It’s the truth.
With time and hard work it becomes less consuming.
Know that these changes do not happen all at once or in a linear fashion.
Day by day grief slowly evolves.
And, as months turn into years,
Grief continues to show up.
It remains present…
I now know and accept that grief will be my companion for the rest of my life.
It’s true, 4.2 years later, my tears fall less frequently.
But they *still* fall.
I have these stale tears because the love remains.
And, because the love stays, the missing does too.
The missing underlies the laughter.
But, I am so very, very grateful that there is laughter again, finally.
Grief and Joy can learn to coexist inside you.
This is the beauty and strength of the human spirit.
A long time ago, I did not understand any of this. I thought that I had to defeat my grief. I misunderstood the task. I thought it was my job to overcome it. I did not understand that instead of fighting my grief, I needed to learn to live with it. I didn’t realize that I needed to surrender and fall into harmony with it. I didn’t know that I needed to allow the grief to incorporate itself into my bones.
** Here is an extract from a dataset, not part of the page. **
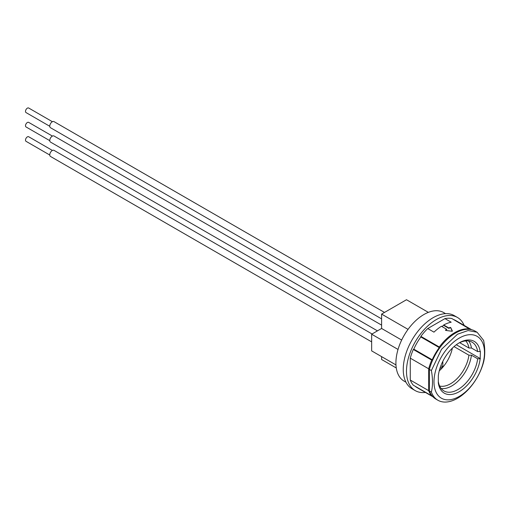 <?xml version="1.0" encoding="UTF-8"?>
<svg xmlns="http://www.w3.org/2000/svg" width="510" height="510" viewBox="0 0 510 510"><rect width="100%" height="100%" fill="white"/><g stroke="black" fill="none" stroke-linecap="round" stroke-linejoin="round"><path stroke-width="0.76" d="M381.601 356.624L381.601 359.499L396.27 367.971M428.368 312.369L406.489 299.733L381.601 314.103L381.601 328.465L371.65 334.216L371.65 350.88L395.958 364.918M381.601 314.103L408.051 329.371M371.65 334.216L398.036 349.446M381.601 328.465L401.67 340.055M405.966 382.219L404.111 381.142A39.589 22.861 -60 0 1 395.913 363.018A39.589 22.861 -60 0 1 413.189 323.174A39.589 22.861 -60 0 1 443.7 312.573L445.561 313.644M415.236 390.615L411.997 388.747A42.228 24.384 -60 0 1 403.251 369.412A42.228 24.384 -60 0 1 421.687 326.916A42.228 24.384 -60 0 1 454.225 315.601L457.464 317.469A42.228 24.384 120 0 0 424.919 328.784A42.228 24.384 120 0 0 406.489 371.28A42.228 24.384 120 0 0 415.236 390.615A42.228 24.384 120 0 0 425.429 392.439M464.145 325.386A42.228 24.384 120 0 0 457.464 317.469M432.945 396.78L416.995 387.568A38.709 22.351 -60 0 1 415.089 386.229M413.795 349.146L413.31 349.478A39.238 22.657 -60 0 0 410.269 358.16L410.269 380.039A39.238 22.657 120 0 0 413.31 385.203L431.728 395.83A39.238 22.657 120 0 1 428.68 390.666L428.68 368.787A39.238 22.657 -60 0 1 431.728 360.111L432.212 359.779L413.795 349.146A38.709 22.351 -60 0 1 420.833 336.957L420.877 336.37A39.238 22.657 -60 0 1 427.743 328.548L444.956 318.61A39.238 22.657 -60 0 1 451.815 318.514L470.258 329.447M453.594 319.541A38.709 22.351 -60 0 1 455.704 320.516L471.654 329.728M410.269 380.039L428.68 390.666M444.956 318.61L451.178 322.205A39.238 22.657 120 0 0 443.687 324.972L443.687 325.38L441.8 326.47M452.262 331.207L450.687 327.803L450.094 327.713L450.687 327.503L452.364 331.003L451.936 331.251L445.651 330.41L445.491 330.053L446.677 329.689L446.677 329.281L441.45 326.266A39.238 22.657 120 0 0 433.965 332.144L427.743 328.548M450.094 327.713L448.915 328.395L443.687 325.38M448.915 328.395L448.915 327.987L443.687 324.972M452.364 331.105L451.936 331.251M445.651 330.41L445.491 330.053A39.238 22.657 120 0 1 446.677 329.281M420.877 336.37L439.295 347.004A39.238 22.657 -60 0 1 470.233 329.141M450.094 327.394A39.238 22.657 120 0 0 448.915 327.987M413.31 349.478L431.728 360.111M410.269 358.16L428.68 368.787M432.212 359.779A38.709 22.351 120 0 1 439.25 347.59L439.295 347.004M429.382 369.412A39.238 22.657 -60 0 1 475.129 331.124L477.118 332.271L483.627 340.387C485.137 348.445 485.137 355.629 483.627 361.947A39.238 22.657 -60 0 1 457.502 398.291A39.238 22.657 120 0 1 437.88 400.235L435.891 399.088A39.238 22.657 -60 0 1 429.382 390.966L429.382 369.412L431.371 370.56L441.52 349.293L457.502 334.216L468.116 330.525L477.118 332.271M431.371 370.56C432.875 378.618 432.875 385.802 431.371 392.12L429.382 390.966M431.371 392.12A39.238 22.657 120 0 0 437.88 400.235M459.242 396.423A35.719 20.623 -60 0 1 437.37 365.307A35.719 20.623 -60 0 1 481.115 340.049A35.719 20.623 -60 0 1 459.242 396.423M480.165 351.588A29.912 17.27 120 0 0 459.242 342.835A29.912 17.27 120 0 0 438.319 375.749L438.319 382.927A29.912 17.27 120 0 0 459.242 391.68A29.912 17.27 120 0 0 480.165 358.772L480.394 351.454L477.66 351.594A28.152 16.256 -60 0 0 472.075 342.159A28.152 16.256 -60 0 0 458.611 343.211M439.237 370.878A26.392 15.236 120 0 0 452.37 348.126M439.913 368.507L442.82 366.83L442.82 361.348M442.82 366.83L440.889 365.715M465.681 340.897A26.392 15.236 -60 0 1 468.932 348.011L459.676 342.669M468.613 340.967A28.152 16.256 -60 0 1 471.438 348.005L468.932 348.011M471.438 348.005L477.66 351.594M480.394 358.638L456.335 344.747M454.034 346.596L468.932 355.196L471.438 355.189L477.66 358.779L480.165 358.772M438.319 382.927L438.332 381.486A28.152 16.256 120 0 0 443.923 390.921A28.152 16.256 120 0 0 464.151 384.846A28.152 16.256 120 0 0 477.66 358.779M439.633 386.019A26.392 15.236 120 0 0 468.932 355.196M441.156 388.524A28.152 16.256 120 0 0 471.438 355.189M439.25 347.59L420.833 336.957M377.457 330.856L50.49 142.086A3.519 2.034 -60 0 1 49.763 140.473A3.519 2.034 -60 0 1 51.3 136.935A3.519 2.034 -60 0 1 54.009 135.991L381.601 325.125M49.77 140.652L26.048 126.958A2.639 1.524 -60 0 1 25.5 125.747A2.639 1.524 -60 0 1 26.654 123.088A2.639 1.524 -60 0 1 28.687 122.381L52.409 136.081M381.601 318.884L50.49 127.717A3.519 2.034 -60 0 1 49.763 126.104A3.519 2.034 -60 0 1 51.3 122.566A3.519 2.034 -60 0 1 54.009 121.622L384.495 312.426M49.77 126.282L26.048 112.589A2.639 1.524 -60 0 1 25.5 111.378A2.639 1.524 -60 0 1 26.654 108.726A2.639 1.524 -60 0 1 28.687 108.018L52.409 121.711M371.65 341.872L50.49 156.449A3.519 2.034 -60 0 1 49.763 154.842A3.519 2.034 -60 0 1 51.3 151.298A3.519 2.034 -60 0 1 54.009 150.354L372.058 333.98M49.77 155.021L26.048 141.321A2.639 1.524 -60 0 1 25.5 140.116A2.639 1.524 -60 0 1 26.654 137.458A2.639 1.524 -60 0 1 28.687 136.75L52.409 150.444"/></g></svg>

Once my grief settled into me, I was able to move through life in a far less clumsy way. As counterintuitive as it sounds, by allowing my grief to make a home within me, I was finally able to free myself of it. With grief housed safely inside me, I was able to live with more agility. When I let both my grief and my unbridled, wild hunger for life to coexist within me I found a type of peace that had eluded me previously.
Coexistence is the only peaceful way I’ve been able to manage my grief. This last year, I have allowed my grief to “be”. To be part of me. To be within me. I must emphasize, grief is not who I am; I am so much more than Mike’s widow. But, undeniably, my grief is part of my psyche.
Over the years, I have come to know that grief is not my enemy. My grief is just my love for him. And, I can wrap my arms around this love. This is what I needed to do all along, except I didn’t because I did not recognize my grief for what it was. I see now that my grief is simply my love for Mike in disguise. Now, the mask is off. I know what my grief is. I can give it a name now. My grief is my love and I know it is not going anywhere. And, finally I am okay with this. I am no longer trying to outrun it. I’ve given it a place within me and I am building my new life around it. I am confident that the bones of this new home are strong. I know that I am going to be okay, more than okay; and so are you.
Our joy, laughter and contentment are not dependent on sunshine and blue skies and perfect situations.
“We are all born for love. It is the principle of existence, and its only end.”